At the end of the 4-week dosing period. 5 animals/sex in each of the groups 1 and 4 (those with the higher identification numbers) were kept off treatment for a period of 4 weeks for recovery evaluation while the remaining rats were sacrificed for pathology studies (organ weight, gross pathology and histology).

Clinical observations
Mortality
No deaths caused by effects of the test compound were observed.

Clinical signs
No clinical changes were seen at the two lowest dosages.
At the highest dose, episodes of salivation were observed just after treatment in some rats of both sexes starting from the third week of the study up to the end of the administration period.
No clinical changes were seen during the recovery period.

Body weight and food intake
No treatment-related changes were seen in either sex at any dose.
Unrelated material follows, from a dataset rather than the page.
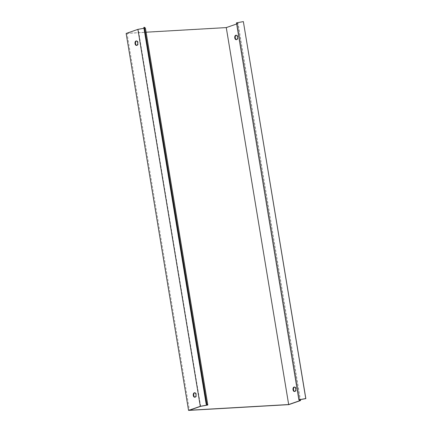 <?xml version="1.0" encoding="UTF-8"?>
<svg xmlns="http://www.w3.org/2000/svg" width="432" height="432" viewBox="0 0 432 432"><rect width="100%" height="100%" fill="white"/><g stroke="black" fill="none" stroke-linecap="round" stroke-linejoin="round"><path stroke-width="0.32" stroke-dasharray="2.16 1.62" d="M299.587 399.757L237.184 22.815L238.145 23.609L300.391 399.611M288.797 404.638L226.395 27.697L126.149 33.458M238.145 23.609L226.395 27.697M294.737 391.462A2.252 1.377 -93.3 0 0 294.991 391.484A2.252 1.377 -93.3 0 0 296.195 388.778A2.252 1.377 -93.3 0 0 294.732 386.996A2.252 1.377 -93.3 0 0 294.484 387.045M236.493 39.647A2.252 1.377 -93.3 0 0 236.747 39.674A2.252 1.377 -93.3 0 0 237.956 36.963A2.252 1.377 -93.3 0 0 236.493 35.181A2.252 1.377 -93.3 0 0 236.239 35.235M236.65 23.981L237.481 23.69L299.884 400.637M237.481 23.69L236.466 22.858M200.653 406.334L138.251 29.392L145.417 28.085M143.959 28.264L144.704 28.129L143.813 27.4M144.704 28.129L207.106 405.07M138.251 29.392L127.04 33.296L189.443 410.238M136.755 45.382A2.252 1.377 -93.3 0 0 137.014 45.403A2.252 1.377 -93.3 0 0 138.262 43.081A2.252 1.377 -93.3 0 0 136.755 40.91A2.252 1.377 -93.3 0 0 136.501 40.964M194.999 397.192A2.252 1.377 -93.3 0 0 195.253 397.219A2.252 1.377 -93.3 0 0 196.501 394.891A2.252 1.377 -93.3 0 0 194.994 392.726A2.252 1.377 -93.3 0 0 194.746 392.78M127.04 33.296L146.102 32.2M243.448 21.676L237.184 22.815M137.014 45.403L136.507 45.436M136.755 40.91L136.247 40.943M195.253 397.219L194.746 397.246M194.994 392.726L194.486 392.753M294.484 391.516L294.991 391.484M294.224 387.023L294.732 386.996M236.239 39.701L236.747 39.674M235.985 35.208L236.493 35.181"/><path stroke-width="0.65" d="M300.391 399.611L300.548 400.55L299.587 399.757L305.851 398.617L243.356 21.6L305.759 398.542L298.868 399.8L299.884 400.637L288.668 404.536L226.265 27.594L236.65 23.981M143.959 28.264L137.9 29.365L126.149 33.458L188.552 410.4L288.797 404.638L300.548 400.55M294.484 387.045A2.252 1.377 -93.3 0 0 293.485 389.318A2.252 1.377 -93.3 0 0 294.737 391.462M236.239 35.235A2.252 1.377 -93.3 0 0 235.24 37.508A2.252 1.377 -93.3 0 0 236.493 39.647M295.688 388.805A2.252 1.377 86.7 0 1 294.484 391.516A2.252 1.377 86.7 0 1 292.977 389.351A2.252 1.377 86.7 0 1 294.224 387.023A2.252 1.377 86.7 0 1 295.688 388.805M237.449 36.99A2.252 1.377 86.7 0 1 236.239 39.701A2.252 1.377 86.7 0 1 234.738 37.535A2.252 1.377 86.7 0 1 235.985 35.208A2.252 1.377 86.7 0 1 237.449 36.99M243.356 21.6L236.466 22.858L298.868 399.8M288.668 404.536L189.443 410.238L200.653 406.334L207.819 405.032L145.417 28.085L144.445 27.286L206.847 404.228L207.819 405.032M144.445 27.286L143.813 27.4L206.215 404.341L207.106 405.07L200.302 406.312L188.552 410.4M137.9 29.365L200.302 406.312M136.501 40.964A2.252 1.377 -93.3 0 0 135.551 43.621A2.252 1.377 -93.3 0 0 136.755 45.382M194.746 392.78A2.252 1.377 -93.3 0 0 193.79 395.437A2.252 1.377 -93.3 0 0 194.999 397.192M146.102 32.2L226.265 27.594M135.043 43.654A2.252 1.377 86.7 0 1 136.247 40.943A2.252 1.377 86.7 0 1 137.754 43.108A2.252 1.377 86.7 0 1 136.507 45.436A2.252 1.377 86.7 0 1 135.043 43.654M193.282 395.464A2.252 1.377 86.7 0 1 194.486 392.753A2.252 1.377 86.7 0 1 195.993 394.924A2.252 1.377 86.7 0 1 194.746 397.246A2.252 1.377 86.7 0 1 193.282 395.464M206.215 404.341L206.847 404.228"/></g></svg>
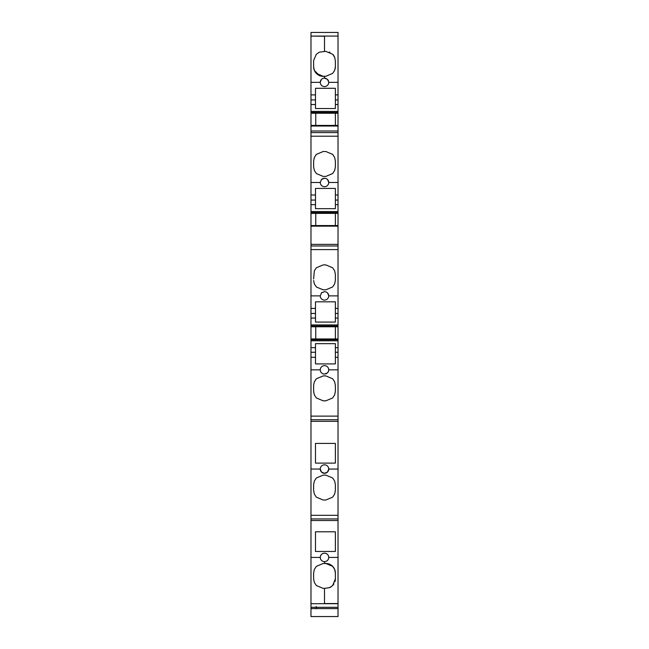 <?xml version="1.0" encoding="UTF-8"?>
<svg xmlns="http://www.w3.org/2000/svg" width="649" height="649" viewBox="0 0 649 649"><rect width="100%" height="100%" fill="white"/><g stroke="black" fill="none" stroke-linecap="round" stroke-linejoin="round"><path stroke-width="0.97" d="M310.976 340.79L338.024 340.79L338.024 347.669L335.371 347.669L335.371 343.662L315.487 343.662L315.487 357.307L310.976 357.307L310.976 245.979L338.024 245.979L338.024 313.467L335.371 313.467L335.371 318.059L335.371 301.826L315.487 301.826L315.487 313.467L310.976 313.467M338.024 616.55L338.024 608.6L310.976 608.6L310.976 616.55L338.024 616.55M326.066 178.532L324.5 178.232L321.458 179.513L320.257 182.474A4.243 4.243 0 0 0 324.5 186.717A4.243 4.243 0 0 0 328.743 182.483L327.558 179.538M320.557 184.032A4.243 4.243 0 0 0 322.934 186.417M324.532 291.636L321.458 292.918L320.257 295.879A4.243 4.243 0 0 0 324.5 300.114C327.08 299.862 328.491 298.451 328.743 295.879L327.607 292.983M325.717 373.921A4.243 4.243 0 0 0 326.666 373.508M322.934 373.8A4.243 4.243 0 0 0 324.5 374.1L327.542 372.818A4.243 4.243 0 0 0 328.443 371.415L328.743 369.784M328.597 370.944A4.243 4.243 0 0 0 328.694 370.474M327.542 372.818L328.435 371.447M324.5 374.1C321.872 373.8 320.46 372.38 320.257 369.857A4.243 4.243 0 0 0 321.433 372.786M320.257 468.984L321.458 472.018L324.5 473.299L327.542 472.018L328.735 468.886M320.622 467.329L320.557 467.491A4.243 4.243 0 0 0 320.257 469.049L320.257 469.057A4.243 4.243 0 0 0 320.468 470.371M320.517 470.517A4.243 4.243 0 0 0 320.817 471.158M321.101 471.588A4.243 4.243 0 0 0 326.139 472.967M326.447 472.821A4.243 4.243 0 0 0 328.743 469.057L328.743 469.057A4.243 4.243 0 0 0 320.557 467.491L320.549 467.507M328.735 557.256L328.743 557.426C328.54 559.957 327.128 561.369 324.5 561.669C321.872 561.369 320.46 559.957 320.257 557.426A4.243 4.243 0 0 0 321.466 560.387M324.5 561.669L324.5 563.478L323.161 563.478L316.339 566.366L314.327 569.457L313.629 573.026L313.629 578.859L314.327 582.429L316.339 585.52L323.178 588.4L324.5 588.4L324.5 603.7L310.976 603.7L310.976 357.307M326.707 561.052A4.243 4.243 0 0 0 328.118 559.649M320.265 82.512L320.257 82.334A4.243 4.243 0 0 0 328.443 83.908A4.243 4.243 0 0 0 328.743 82.334L327.534 79.373L324.403 78.099M321.409 79.429L320.257 82.334A4.243 4.243 0 0 0 320.257 82.342C320.46 79.811 321.88 78.391 324.5 78.099L324.5 76.282L323.161 76.282L324.5 76.452M322.934 86.285A4.243 4.243 0 0 0 324.5 86.577M335.371 573.026L335.371 578.859L335.371 573.026L334.673 569.457A9.54 9.54 0 0 0 325.839 563.478L324.5 563.478M335.371 572.921A9.54 9.54 0 0 0 334.697 569.514M334.673 569.457L332.661 566.366L325.839 563.478L329.481 564.046L332.58 566.115L334.641 569.205L335.371 572.856M310.976 318.059L315.487 318.059L315.487 322.066L335.371 322.066L335.371 318.059L338.024 318.059L338.024 324.938L310.976 324.938M315.487 208.67L335.371 208.67L335.371 200.07L335.371 204.662L338.024 204.662L338.024 211.542L310.976 211.542L310.976 132.583L338.024 132.583L338.024 200.07L335.371 200.07L335.371 188.421L315.487 188.421L315.487 208.67M326.22 78.456L324.5 78.099M335.144 68.802A9.54 9.54 0 0 0 335.371 66.742L335.371 60.909L335.371 66.742L334.673 70.311A9.54 9.54 0 0 0 334.697 70.254M315.487 108.529L335.371 108.529L335.371 88.288L315.487 88.288L315.487 108.529M334.673 70.311L332.661 73.402L325.839 76.282L324.5 76.282M334.925 581.739A9.54 9.54 0 0 0 335.371 578.859L332.661 585.52L329.562 587.637L324.5 588.4M329.562 587.637A9.54 9.54 0 0 0 331.266 586.704M332.661 585.52A9.54 9.54 0 0 0 333.902 583.946M324.5 603.529L338.024 603.529L338.024 607.318L310.976 607.318L338.024 607.318L338.024 608.6M338.024 603.7L324.5 603.7M324.5 563.316L325.839 563.316M324.987 553.216L324.427 553.191M338.024 603.529L338.024 557.426L328.743 557.426A4.243 4.243 0 0 0 324.5 553.191A4.243 4.243 0 0 0 320.257 557.426L310.976 557.426M315.487 551.48L315.487 531.791L315.487 551.48L335.371 551.48L335.371 531.791L315.487 531.791M324.987 464.838L324.427 464.814M313.629 484.649L313.629 490.482L314.327 494.051L316.331 497.142L323.161 500.03L325.839 500.03L332.669 497.142L334.673 494.051L335.371 490.482L335.371 484.649L334.673 481.079L332.661 477.989L325.822 475.109L323.178 475.109L316.339 477.989L314.327 481.079L313.629 484.649M335.371 463.11L335.371 443.413L315.487 443.413L315.487 463.11L335.371 463.11L335.371 443.413M320.622 368.137L320.549 368.316A4.243 4.243 0 0 0 320.257 369.849L310.976 369.849M320.281 369.451L320.257 369.857M326.22 365.979L326.041 365.906A4.243 4.243 0 0 0 320.557 368.291M313.629 385.449L313.629 391.282L314.327 394.86L316.339 397.942L323.178 400.831L325.822 400.831L332.661 397.942L334.673 394.86L335.371 391.282L335.371 385.449L334.673 381.88L332.669 378.797L325.839 375.909L323.161 375.909L316.331 378.797L314.327 381.88L313.637 385.1M335.371 357.307L335.371 352.261L338.024 352.261L338.024 357.307L335.371 357.307L335.371 363.911L315.487 363.911L315.487 357.307M335.371 347.669L335.371 352.261M335.371 338.956L335.371 326.763L315.755 326.763L315.755 338.956L338.024 338.956L338.024 326.763L310.976 326.763M338.024 295.879L328.743 295.879C328.54 293.348 327.12 291.936 324.5 291.636L324.37 291.636M322.139 292.35L321.523 292.861M338.024 308.413L335.371 308.413L335.371 301.826L315.487 301.826M314.424 284.092L313.637 280.522L314.392 284.019L316.42 287.02L323.161 289.827L325.839 289.827L332.669 286.939L334.673 283.848L335.371 280.279L335.371 274.446L334.673 270.876L332.661 267.786L325.822 264.906L323.178 264.906L316.339 267.786L314.327 270.876L313.629 278.916M335.371 280.279L335.371 274.446M335.371 225.568L335.371 213.367L315.755 213.367L315.755 225.568L338.024 225.568L338.024 213.367L310.976 213.367L310.976 211.542M338.024 182.483L328.743 182.483C328.54 179.943 327.128 178.532 324.5 178.232L322.934 178.532M322.139 178.954L321.523 179.457M338.024 195.016L335.371 195.016L335.371 188.421L315.487 188.421L315.487 200.07L310.976 200.07M335.363 167.223L335.371 161.049L334.673 157.472L332.669 154.389L325.839 151.501L323.161 151.501L316.331 154.389L314.327 157.472L313.629 161.049L313.629 166.874L314.327 170.452L316.339 173.534L323.178 176.423L325.822 176.423L332.661 173.534L334.673 170.452L335.371 166.874L335.371 161.049M335.371 125.427L335.371 113.234L338.024 113.234L338.024 125.427L310.976 125.427L310.976 82.342L320.257 82.342M335.371 104.521L338.024 104.521L338.024 111.401L310.976 111.401M328.435 80.752L327.542 79.381M334.365 71.009A9.54 9.54 0 0 0 334.6 70.49M335.371 60.909L334.673 57.339L332.661 54.248L325.822 51.368L319.438 52.131L316.339 54.248L313.645 60.406M334.795 57.647A9.54 9.54 0 0 0 333.529 55.279M333.172 54.816A9.54 9.54 0 0 0 332.661 54.248M329.984 52.318A9.54 9.54 0 0 0 329.335 52.034M338.024 104.521L338.024 99.93L335.371 99.93L335.371 108.529M335.371 99.93L335.371 88.288L315.487 88.288L315.487 99.93L310.976 99.93M313.629 60.909L313.629 66.912L314.327 70.311A9.54 9.54 0 0 0 323.161 76.282L316.339 73.402L314.327 70.311M313.629 66.847A9.54 9.54 0 0 0 314.303 70.254M338.024 352.261L338.024 347.669M338.024 318.059L338.024 313.467M338.024 204.662L338.024 200.07M338.024 99.93L338.024 94.884L335.371 94.884M324.5 36.068L310.976 36.068L310.976 32.45L338.024 32.45L338.024 36.068L324.5 36.068L324.5 51.368M310.976 200.192L310.976 202.058M316.282 606.515L316.282 608.77M310.976 608.6L310.976 603.7M335.371 551.48L335.371 531.791M310.976 518.94L338.024 518.94L338.024 557.426M338.024 518.94L338.024 515.322L310.976 515.322M328.743 469.057L338.024 469.049L338.024 515.322M310.976 419.741L338.024 419.741L338.024 469.049M338.024 419.741L338.024 416.123L310.976 416.123M338.024 357.307L338.024 369.849L328.743 369.849A4.243 4.243 0 0 0 326.058 365.914M338.024 340.79L338.024 339.727L310.976 339.727M338.024 326.763L338.024 324.938M315.487 318.059L315.487 313.467M338.024 225.568L338.024 245.979M338.024 244.389L310.976 244.389L310.976 245.979M338.024 213.367L338.024 211.542M310.976 204.662L315.487 204.662L315.487 200.07M338.024 125.427L338.024 132.583M338.024 130.993L310.976 130.993L310.976 132.583M338.024 126.02L310.976 126.02L310.976 125.427M310.976 130.993L310.976 126.02M335.371 113.234L315.755 113.234L315.755 125.427M338.024 113.234L338.024 111.401M310.976 104.521L315.487 104.521L315.487 99.93M328.743 82.342L338.024 82.342L338.024 36.068M313.629 66.912L314.303 70.425L319.657 75.779L323.161 76.452M324.5 36.239L310.976 36.068M338.024 82.342L338.024 94.884M338.024 338.956L338.024 339.727M338.024 369.849L338.024 416.123M320.257 469.049L310.976 469.049M315.755 338.956L310.976 338.956M315.487 308.413L310.976 308.413M320.257 295.879L310.976 295.879M338.024 226.152L310.976 226.152L310.976 213.367M310.976 244.389L310.976 226.152M315.755 225.568L310.976 225.568M315.487 195.016L310.976 195.016M320.257 182.483L310.976 182.483M315.755 113.234L310.976 113.234M315.487 94.884L310.976 94.884M310.976 82.342L310.976 36.239M315.487 347.669L310.976 347.669M338.024 520.53L310.976 520.53M338.024 421.331L310.976 421.331M338.024 325.993L310.976 325.993M338.024 249.597L310.976 249.597M338.024 212.596L310.976 212.596M338.024 136.201L310.976 136.201M338.024 112.464L310.976 112.464M310.976 352.261L315.487 352.261"/></g></svg>

Ophthalmoscopic examination
No eye changes were observed.

Laboratory investigations

Haematology and blood chemistry
No changes of toxicological relevance were observed in either sex at any dose.
Only slight variations suggestive of tendencies were observed at the end of the
treatment period. They were:
- a decrease in the Leukocyte number in males of all treated groups and in females of the high dosage group, noted at haematology
- a decrease in glucose serum levels in both males and females receiving the high dose, seen at blood chemistry.
On discontinuation of treatment the Leukocyte number in recovered animals of both sexes was still found to be slightly reduced in comparison to the controls.

Urin analysis
Minor urinary modifications were seen at the end of the administrations period.
They included: a slight increase in the specific gravity of urine in treated males and a slight increase in frequency of Leukocytes (semiquantitative analysis and microscopic examination of the sediment) in individual males and females of the high dosed group. The latter change was still observed in some recovered males at the end of the withdrawal period.

Post -mortem examinations
Organ weight, Gross pathology and Histology
Slight increase in mean absolute and relative liver weights in males in females of the highest dosage group was seen at the end of treatment period. A slight trend to increase was also noted in rats of the intermediate dosage group.
These increases were consistent with generally slight hepatic centrilobular hypertrophy seen at histology in rats of the 1000 mg/kg/day group and in males treated with 100 mg/kg/day. In this sex hypertrophy was dosage-related in degree and degree.
Recovery was complete.
Centrilobular hypertrophy of the liver is regarded as a metabolic functional change, rather than a toxic change.

Conclusion

ANOX BF, when daily administered to Spragur Daewley rats by oral route for 4 weeks, was on the whole well tolerated up and including the highest dose administered because no signs of toxicity were observed.

The most important change, which proved reversible, was a slight hypertrophy of hepatocytes in rats treated with 1000 and 100 mg/kg/day, which was considered of adaptative origin. At 100 mg/kg/day, these signs were mostly limited to males. The NOAEL for 28 -day repeat administrations in rats was 1000 mg/kg/day.